After days of pleading for information, Liz was finally able to get an officer to speak to her secretly. He told her that Marcela had been taken to an army base for torture, and that she might have been raped, killed, and her body incinerated. Up to now, Liz has been unable to find out what really happened to her mother and to see those responsible for her mother's "disappearance" brought to justice. But she told the audience at the Truth and Reconciliation Commission's April 8 hearing that she knew exactly who they were.
Liz last saw her mother on May 17, 1991, but the emotional impact of her account, the depth and precision of its detail, made the events seem much more immediate.
"I need to see my mother's bones so that I can bury her."
"It's been like a shadow over my life. There is not a single moment in which I can feel happy. I had my first child when I was fifteen. I was on my own and there was no one to help me. I need to see my mother's bones so that I can bury her. Everyone has somewhere to go to say farewell to their dead. I have a right to be happy, too," sobbed 23-year-old Liz, as long suppressed rage about her stolen childhood burst to the surface.

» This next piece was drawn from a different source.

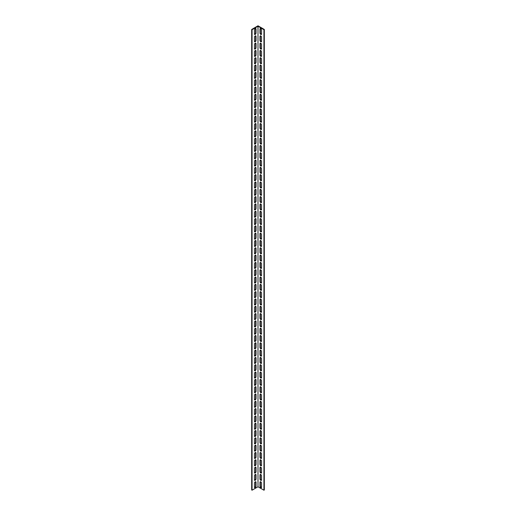 <?xml version="1.0" encoding="UTF-8"?>
<svg xmlns="http://www.w3.org/2000/svg" width="516" height="516" viewBox="0 0 516 516"><rect width="100%" height="100%" fill="white"/><g stroke="black" fill="none" stroke-linecap="round" stroke-linejoin="round"><path stroke-width="0.77" d="M263.934 29.683L264.327 29.457L258 25.8L251.673 29.457L251.673 489.974L252.066 490.2L258 486.775L263.934 490.2L263.934 29.683L258 26.258L258 486.775M252.066 490.2L252.066 29.683L258 26.258M256.02 486.272A1.116 0.645 -60 0 1 255.536 487.394A1.116 0.645 -60 0 1 254.672 487.697A1.116 0.645 -60 0 1 254.44 487.188L254.44 483.163A1.116 0.645 -60 0 1 254.93 482.041A1.116 0.645 -60 0 1 255.788 481.738A1.116 0.645 -60 0 1 256.02 482.254L256.02 486.272L255.626 486.04L255.626 482.021A1.116 0.645 120 0 0 255.555 481.686M256.02 471.65A1.116 0.645 -60 0 1 255.536 472.779A1.116 0.645 -60 0 1 254.672 473.075A1.116 0.645 -60 0 1 254.44 472.566L254.44 468.547A1.116 0.645 -60 0 1 254.93 467.419A1.116 0.645 -60 0 1 255.788 467.122A1.116 0.645 -60 0 1 256.02 467.631L256.02 471.65L255.626 471.424L255.626 467.406A1.116 0.645 120 0 0 255.555 467.07M256.02 457.034A1.116 0.645 -60 0 1 255.536 458.156A1.116 0.645 -60 0 1 254.672 458.46A1.116 0.645 -60 0 1 254.44 457.944L254.44 453.925A1.116 0.645 -60 0 1 254.93 452.796A1.116 0.645 -60 0 1 255.788 452.5A1.116 0.645 -60 0 1 256.02 453.009L256.02 457.034L255.626 456.802L255.626 452.784A1.116 0.645 120 0 0 255.555 452.448M256.02 442.412A1.116 0.645 -60 0 1 255.536 443.541A1.116 0.645 -60 0 1 254.672 443.837A1.116 0.645 -60 0 1 254.44 443.328L254.44 439.303A1.116 0.645 -60 0 1 254.93 438.181A1.116 0.645 -60 0 1 255.788 437.878A1.116 0.645 -60 0 1 256.02 438.394L256.02 442.412L255.626 442.186L255.626 438.161A1.116 0.645 120 0 0 255.555 437.826M256.02 427.79A1.116 0.645 -60 0 1 255.536 428.919A1.116 0.645 -60 0 1 254.672 429.222A1.116 0.645 -60 0 1 254.44 428.706L254.44 424.687A1.116 0.645 -60 0 1 254.93 423.559A1.116 0.645 -60 0 1 255.788 423.262A1.116 0.645 -60 0 1 256.02 423.771L256.02 427.79L255.626 427.564L255.626 423.546A1.116 0.645 120 0 0 255.555 423.21M256.02 413.174A1.116 0.645 -60 0 1 255.536 414.296A1.116 0.645 -60 0 1 254.672 414.6A1.116 0.645 -60 0 1 254.44 414.09L254.44 410.065A1.116 0.645 -60 0 1 254.93 408.943A1.116 0.645 -60 0 1 255.788 408.64A1.116 0.645 -60 0 1 256.02 409.156L256.02 413.174L255.626 412.942L255.626 408.924A1.116 0.645 120 0 0 255.555 408.588M256.02 398.552A1.116 0.645 -60 0 1 255.536 399.681A1.116 0.645 -60 0 1 254.672 399.977A1.116 0.645 -60 0 1 254.44 399.468L254.44 395.45A1.116 0.645 -60 0 1 254.93 394.321A1.116 0.645 -60 0 1 255.788 394.024A1.116 0.645 -60 0 1 256.02 394.534L256.02 398.552L255.626 398.326L255.626 394.308A1.116 0.645 120 0 0 255.555 393.972M256.02 383.936A1.116 0.645 -60 0 1 255.536 385.059A1.116 0.645 -60 0 1 254.672 385.362A1.116 0.645 -60 0 1 254.44 384.846L254.44 380.827A1.116 0.645 -60 0 1 254.93 379.699A1.116 0.645 -60 0 1 255.788 379.402A1.116 0.645 -60 0 1 256.02 379.911L256.02 383.936L255.626 383.704L255.626 379.686A1.116 0.645 120 0 0 255.555 379.35M256.02 369.314A1.116 0.645 -60 0 1 255.536 370.443A1.116 0.645 -60 0 1 254.672 370.74A1.116 0.645 -60 0 1 254.44 370.23L254.44 366.205A1.116 0.645 -60 0 1 254.93 365.083A1.116 0.645 -60 0 1 255.788 364.78A1.116 0.645 -60 0 1 256.02 365.296L256.02 369.314L255.626 369.088L255.626 365.064A1.116 0.645 120 0 0 255.555 364.728M256.02 354.692A1.116 0.645 -60 0 1 255.536 355.821A1.116 0.645 -60 0 1 254.672 356.124A1.116 0.645 -60 0 1 254.44 355.608L254.44 351.59A1.116 0.645 -60 0 1 254.93 350.461A1.116 0.645 -60 0 1 255.788 350.164A1.116 0.645 -60 0 1 256.02 350.674L256.02 354.692L255.626 354.466L255.626 350.448A1.116 0.645 120 0 0 255.555 350.112M256.02 340.076A1.116 0.645 -60 0 1 255.536 341.199A1.116 0.645 -60 0 1 254.672 341.502A1.116 0.645 -60 0 1 254.44 340.992L254.44 336.967A1.116 0.645 -60 0 1 254.93 335.845A1.116 0.645 -60 0 1 255.788 335.542A1.116 0.645 -60 0 1 256.02 336.058L256.02 340.076L255.626 339.844L255.626 335.826A1.116 0.645 120 0 0 255.555 335.49M256.02 325.454A1.116 0.645 -60 0 1 255.536 326.583A1.116 0.645 -60 0 1 254.672 326.88A1.116 0.645 -60 0 1 254.44 326.37L254.44 322.352A1.116 0.645 -60 0 1 254.93 321.223A1.116 0.645 -60 0 1 255.788 320.926A1.116 0.645 -60 0 1 256.02 321.436L256.02 325.454L255.626 325.228L255.626 321.21A1.116 0.645 120 0 0 255.555 320.868M256.02 310.838A1.116 0.645 -60 0 1 255.536 311.961A1.116 0.645 -60 0 1 254.672 312.264A1.116 0.645 -60 0 1 254.44 311.748L254.44 307.73A1.116 0.645 -60 0 1 254.93 306.601A1.116 0.645 -60 0 1 255.788 306.304A1.116 0.645 -60 0 1 256.02 306.814L256.02 310.838L255.626 310.606L255.626 306.588A1.116 0.645 120 0 0 255.555 306.252M256.02 296.216A1.116 0.645 -60 0 1 255.536 297.345A1.116 0.645 -60 0 1 254.672 297.642A1.116 0.645 -60 0 1 254.44 297.132L254.44 293.107A1.116 0.645 -60 0 1 254.93 291.985A1.116 0.645 -60 0 1 255.788 291.682A1.116 0.645 -60 0 1 256.02 292.198L256.02 296.216L255.626 295.99L255.626 291.966A1.116 0.645 120 0 0 255.555 291.63M256.02 281.594A1.116 0.645 -60 0 1 255.536 282.723A1.116 0.645 -60 0 1 254.672 283.026A1.116 0.645 -60 0 1 254.44 282.51L254.44 278.492A1.116 0.645 -60 0 1 254.93 277.363A1.116 0.645 -60 0 1 255.788 277.066A1.116 0.645 -60 0 1 256.02 277.576L256.02 281.594L255.626 281.368L255.626 277.35A1.116 0.645 120 0 0 255.555 277.015M256.02 266.978A1.116 0.645 -60 0 1 255.536 268.101A1.116 0.645 -60 0 1 254.672 268.404A1.116 0.645 -60 0 1 254.44 267.888L254.44 263.87A1.116 0.645 -60 0 1 254.93 262.747A1.116 0.645 -60 0 1 255.788 262.444A1.116 0.645 -60 0 1 256.02 262.96L256.02 266.978L255.626 266.746L255.626 262.728A1.116 0.645 120 0 0 255.555 262.392M256.02 252.356A1.116 0.645 -60 0 1 255.536 253.485A1.116 0.645 -60 0 1 254.672 253.782A1.116 0.645 -60 0 1 254.44 253.272L254.44 249.254A1.116 0.645 -60 0 1 254.93 248.125A1.116 0.645 -60 0 1 255.788 247.822A1.116 0.645 -60 0 1 256.02 248.338L256.02 252.356L255.626 252.13L255.626 248.112A1.116 0.645 120 0 0 255.555 247.77M256.02 237.741A1.116 0.645 -60 0 1 255.536 238.863A1.116 0.645 -60 0 1 254.672 239.166A1.116 0.645 -60 0 1 254.44 238.65L254.44 234.632A1.116 0.645 -60 0 1 254.93 233.503A1.116 0.645 -60 0 1 255.788 233.206A1.116 0.645 -60 0 1 256.02 233.716L256.02 237.741L255.626 237.508L255.626 233.49A1.116 0.645 120 0 0 255.555 233.155M256.02 223.118A1.116 0.645 -60 0 1 255.536 224.247A1.116 0.645 -60 0 1 254.672 224.544A1.116 0.645 -60 0 1 254.44 224.034L254.44 220.01A1.116 0.645 -60 0 1 254.93 218.887A1.116 0.645 -60 0 1 255.788 218.584A1.116 0.645 -60 0 1 256.02 219.1L256.02 223.118L255.626 222.893L255.626 218.868A1.116 0.645 120 0 0 255.555 218.532M256.02 208.496A1.116 0.645 -60 0 1 255.536 209.625A1.116 0.645 -60 0 1 254.672 209.928A1.116 0.645 -60 0 1 254.44 209.412L254.44 205.394A1.116 0.645 -60 0 1 254.93 204.265A1.116 0.645 -60 0 1 255.788 203.968A1.116 0.645 -60 0 1 256.02 204.478L256.02 208.496L255.626 208.27L255.626 204.252A1.116 0.645 120 0 0 255.555 203.917M256.02 193.881A1.116 0.645 -60 0 1 255.536 195.003A1.116 0.645 -60 0 1 254.672 195.306A1.116 0.645 -60 0 1 254.44 194.79L254.44 190.772A1.116 0.645 -60 0 1 254.93 189.649A1.116 0.645 -60 0 1 255.788 189.346A1.116 0.645 -60 0 1 256.02 189.862L256.02 193.881L255.626 193.648L255.626 189.63A1.116 0.645 120 0 0 255.555 189.295M256.02 179.258A1.116 0.645 -60 0 1 255.536 180.387A1.116 0.645 -60 0 1 254.672 180.684A1.116 0.645 -60 0 1 254.44 180.174L254.44 176.156A1.116 0.645 -60 0 1 254.93 175.027A1.116 0.645 -60 0 1 255.788 174.724A1.116 0.645 -60 0 1 256.02 175.24L256.02 179.258L255.626 179.033L255.626 175.008A1.116 0.645 120 0 0 255.555 174.672M256.02 164.643A1.116 0.645 -60 0 1 255.536 165.765A1.116 0.645 -60 0 1 254.672 166.068A1.116 0.645 -60 0 1 254.44 165.552L254.44 161.534A1.116 0.645 -60 0 1 254.93 160.405A1.116 0.645 -60 0 1 255.788 160.108A1.116 0.645 -60 0 1 256.02 160.618L256.02 164.643L255.626 164.411L255.626 160.392A1.116 0.645 120 0 0 255.555 160.057M256.02 150.021A1.116 0.645 -60 0 1 255.536 151.149A1.116 0.645 -60 0 1 254.672 151.446A1.116 0.645 -60 0 1 254.44 150.936L254.44 146.912A1.116 0.645 -60 0 1 254.93 145.789A1.116 0.645 -60 0 1 255.788 145.486A1.116 0.645 -60 0 1 256.02 146.002L256.02 150.021L255.626 149.795L255.626 145.77A1.116 0.645 120 0 0 255.555 145.435M256.02 135.398A1.116 0.645 -60 0 1 255.536 136.527A1.116 0.645 -60 0 1 254.672 136.83A1.116 0.645 -60 0 1 254.44 136.314L254.44 132.296A1.116 0.645 -60 0 1 254.93 131.167A1.116 0.645 -60 0 1 255.788 130.871A1.116 0.645 -60 0 1 256.02 131.38L256.02 135.398L255.626 135.173L255.626 131.154A1.116 0.645 120 0 0 255.555 130.819M256.02 120.783A1.116 0.645 -60 0 1 255.536 121.905A1.116 0.645 -60 0 1 254.672 122.208A1.116 0.645 -60 0 1 254.44 121.692L254.44 117.674A1.116 0.645 -60 0 1 254.93 116.551A1.116 0.645 -60 0 1 255.788 116.248A1.116 0.645 -60 0 1 256.02 116.764L256.02 120.783L255.626 120.551L255.626 116.532A1.116 0.645 120 0 0 255.555 116.197M256.02 106.161A1.116 0.645 -60 0 1 255.536 107.289A1.116 0.645 -60 0 1 254.672 107.586A1.116 0.645 -60 0 1 254.44 107.076L254.44 103.058A1.116 0.645 -60 0 1 254.93 101.929A1.116 0.645 -60 0 1 255.788 101.626A1.116 0.645 -60 0 1 256.02 102.142L256.02 106.161L255.626 105.935L255.626 101.91A1.116 0.645 120 0 0 255.555 101.575M256.02 91.545A1.116 0.645 -60 0 1 255.536 92.667A1.116 0.645 -60 0 1 254.672 92.97A1.116 0.645 -60 0 1 254.44 92.454L254.44 88.436A1.116 0.645 -60 0 1 254.93 87.307A1.116 0.645 -60 0 1 255.788 87.011A1.116 0.645 -60 0 1 256.02 87.52L256.02 91.545L255.626 91.313L255.626 87.294A1.116 0.645 120 0 0 255.555 86.959M256.02 76.923A1.116 0.645 -60 0 1 255.536 78.051A1.116 0.645 -60 0 1 254.672 78.348A1.116 0.645 -60 0 1 254.44 77.839L254.44 73.814A1.116 0.645 -60 0 1 254.93 72.692A1.116 0.645 -60 0 1 255.788 72.388A1.116 0.645 -60 0 1 256.02 72.904L256.02 76.923L255.626 76.697L255.626 72.672A1.116 0.645 120 0 0 255.555 72.337M256.02 62.301A1.116 0.645 -60 0 1 255.536 63.429A1.116 0.645 -60 0 1 254.672 63.732A1.116 0.645 -60 0 1 254.44 63.216L254.44 59.198A1.116 0.645 -60 0 1 254.93 58.069A1.116 0.645 -60 0 1 255.788 57.773A1.116 0.645 -60 0 1 256.02 58.282L256.02 62.301L255.626 62.075L255.626 58.056A1.116 0.645 120 0 0 255.555 57.721M256.02 47.685A1.116 0.645 -60 0 1 255.536 48.807A1.116 0.645 -60 0 1 254.672 49.11A1.116 0.645 -60 0 1 254.44 48.594L254.44 44.576A1.116 0.645 -60 0 1 254.93 43.454A1.116 0.645 -60 0 1 255.788 43.151A1.116 0.645 -60 0 1 256.02 43.66L256.02 47.685L255.626 47.453L255.626 43.434A1.116 0.645 120 0 0 255.555 43.099M256.02 33.063A1.116 0.645 -60 0 1 255.536 34.191A1.116 0.645 -60 0 1 254.672 34.488A1.116 0.645 -60 0 1 254.44 33.979L254.44 29.96A1.116 0.645 -60 0 1 254.93 28.832A1.116 0.645 -60 0 1 255.788 28.528A1.116 0.645 -60 0 1 256.02 29.044L256.02 33.063L255.626 32.837L255.626 28.812A1.116 0.645 120 0 0 255.555 28.477M256.02 40.377A1.116 0.645 -60 0 1 255.536 41.499A1.116 0.645 -60 0 1 254.672 41.802A1.116 0.645 -60 0 1 254.44 41.286L254.44 37.268A1.116 0.645 -60 0 1 254.93 36.139A1.116 0.645 -60 0 1 255.788 35.843A1.116 0.645 -60 0 1 256.02 36.352L256.02 40.377L255.626 40.145L255.626 36.126A1.116 0.645 120 0 0 255.555 35.791M256.02 54.993A1.116 0.645 -60 0 1 255.536 56.121A1.116 0.645 -60 0 1 254.672 56.418A1.116 0.645 -60 0 1 254.44 55.909L254.44 51.884A1.116 0.645 -60 0 1 254.93 50.762A1.116 0.645 -60 0 1 255.788 50.458A1.116 0.645 -60 0 1 256.02 50.974L256.02 54.993L255.626 54.767L255.626 50.742A1.116 0.645 120 0 0 255.555 50.407M256.02 69.615A1.116 0.645 -60 0 1 255.536 70.737A1.116 0.645 -60 0 1 254.672 71.04A1.116 0.645 -60 0 1 254.44 70.524L254.44 66.506A1.116 0.645 -60 0 1 254.93 65.377A1.116 0.645 -60 0 1 255.788 65.081A1.116 0.645 -60 0 1 256.02 65.59L256.02 69.615L255.626 69.383L255.626 65.364A1.116 0.645 120 0 0 255.555 65.029M256.02 84.231A1.116 0.645 -60 0 1 255.536 85.359A1.116 0.645 -60 0 1 254.672 85.656A1.116 0.645 -60 0 1 254.44 85.146L254.44 81.128A1.116 0.645 -60 0 1 254.93 79.999A1.116 0.645 -60 0 1 255.788 79.703A1.116 0.645 -60 0 1 256.02 80.212L256.02 84.231L255.626 84.005L255.626 79.986A1.116 0.645 120 0 0 255.555 79.651M256.02 98.853A1.116 0.645 -60 0 1 255.536 99.981A1.116 0.645 -60 0 1 254.672 100.278A1.116 0.645 -60 0 1 254.44 99.769L254.44 95.744A1.116 0.645 -60 0 1 254.93 94.621A1.116 0.645 -60 0 1 255.788 94.318A1.116 0.645 -60 0 1 256.02 94.834L256.02 98.853L255.626 98.627L255.626 94.602A1.116 0.645 120 0 0 255.555 94.267M256.02 113.475A1.116 0.645 -60 0 1 255.536 114.597A1.116 0.645 -60 0 1 254.672 114.9A1.116 0.645 -60 0 1 254.44 114.384L254.44 110.366A1.116 0.645 -60 0 1 254.93 109.237A1.116 0.645 -60 0 1 255.788 108.941A1.116 0.645 -60 0 1 256.02 109.45L256.02 113.475L255.626 113.243L255.626 109.224A1.116 0.645 120 0 0 255.555 108.889M256.02 128.091A1.116 0.645 -60 0 1 255.536 129.219A1.116 0.645 -60 0 1 254.672 129.516A1.116 0.645 -60 0 1 254.44 129.006L254.44 124.982A1.116 0.645 -60 0 1 254.93 123.859A1.116 0.645 -60 0 1 255.788 123.556A1.116 0.645 -60 0 1 256.02 124.072L256.02 128.091L255.626 127.865L255.626 123.84A1.116 0.645 120 0 0 255.555 123.505M256.02 142.713A1.116 0.645 -60 0 1 255.536 143.835A1.116 0.645 -60 0 1 254.672 144.138A1.116 0.645 -60 0 1 254.44 143.622L254.44 139.604A1.116 0.645 -60 0 1 254.93 138.475A1.116 0.645 -60 0 1 255.788 138.178A1.116 0.645 -60 0 1 256.02 138.688L256.02 142.713L255.626 142.481L255.626 138.462A1.116 0.645 120 0 0 255.555 138.127M256.02 157.328A1.116 0.645 -60 0 1 255.536 158.457A1.116 0.645 -60 0 1 254.672 158.754A1.116 0.645 -60 0 1 254.44 158.244L254.44 154.226A1.116 0.645 -60 0 1 254.93 153.097A1.116 0.645 -60 0 1 255.788 152.8A1.116 0.645 -60 0 1 256.02 153.31L256.02 157.328L255.626 157.103L255.626 153.084A1.116 0.645 120 0 0 255.555 152.749M256.02 171.951A1.116 0.645 -60 0 1 255.536 173.079A1.116 0.645 -60 0 1 254.672 173.376A1.116 0.645 -60 0 1 254.44 172.866L254.44 168.842A1.116 0.645 -60 0 1 254.93 167.719A1.116 0.645 -60 0 1 255.788 167.416A1.116 0.645 -60 0 1 256.02 167.932L256.02 171.951L255.626 171.725L255.626 167.7A1.116 0.645 120 0 0 255.555 167.365M256.02 186.573A1.116 0.645 -60 0 1 255.536 187.695A1.116 0.645 -60 0 1 254.672 187.998A1.116 0.645 -60 0 1 254.44 187.482L254.44 183.464A1.116 0.645 -60 0 1 254.93 182.335A1.116 0.645 -60 0 1 255.788 182.038A1.116 0.645 -60 0 1 256.02 182.548L256.02 186.573L255.626 186.34L255.626 182.322A1.116 0.645 120 0 0 255.555 181.987M256.02 201.188A1.116 0.645 -60 0 1 255.536 202.317A1.116 0.645 -60 0 1 254.672 202.614A1.116 0.645 -60 0 1 254.44 202.104L254.44 198.08A1.116 0.645 -60 0 1 254.93 196.957A1.116 0.645 -60 0 1 255.788 196.654A1.116 0.645 -60 0 1 256.02 197.17L256.02 201.188L255.626 200.963L255.626 196.938A1.116 0.645 120 0 0 255.555 196.602M256.02 215.811A1.116 0.645 -60 0 1 255.536 216.933A1.116 0.645 -60 0 1 254.672 217.236A1.116 0.645 -60 0 1 254.44 216.72L254.44 212.702A1.116 0.645 -60 0 1 254.93 211.573A1.116 0.645 -60 0 1 255.788 211.276A1.116 0.645 -60 0 1 256.02 211.786L256.02 215.811L255.626 215.578L255.626 211.56A1.116 0.645 120 0 0 255.555 211.225M256.02 230.426A1.116 0.645 -60 0 1 255.536 231.555A1.116 0.645 -60 0 1 254.672 231.852A1.116 0.645 -60 0 1 254.44 231.342L254.44 227.324A1.116 0.645 -60 0 1 254.93 226.195A1.116 0.645 -60 0 1 255.788 225.898A1.116 0.645 -60 0 1 256.02 226.408L256.02 230.426L255.626 230.201L255.626 226.182A1.116 0.645 120 0 0 255.555 225.847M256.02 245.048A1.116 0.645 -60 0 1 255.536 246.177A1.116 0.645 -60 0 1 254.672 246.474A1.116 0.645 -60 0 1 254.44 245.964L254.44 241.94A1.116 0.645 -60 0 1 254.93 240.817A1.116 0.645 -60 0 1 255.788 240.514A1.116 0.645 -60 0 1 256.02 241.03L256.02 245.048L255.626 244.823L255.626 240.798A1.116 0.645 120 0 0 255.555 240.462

Several of the commissioners listening to Liz's story seemed to be concentrating hard to hold back the tears. It was a scene that was to repeat itself over and over during the next few days.
A Healing Process
Ayacucho was the birthplace of the Shining Path, a Maoist guerrilla force that brought terror to Peru's cities and countryside in the early 1980s. By the mid-1990s the worst of the war was over, but the human cost was enormous: at least 30,000 had perished at the hands of the insurgents and the government's security forces. Police and army units are believed responsible for more than 6,000 "disappearances," for notorious massacres of civilians, and for the systematic torture of thousands picked up as guerrilla suspects, often on the basis of rumor and hearsay. In 1995 President Alberto Fujimori passed an amnesty law intended to ensure permanent impunity for the military and police officials responsible for these abuses.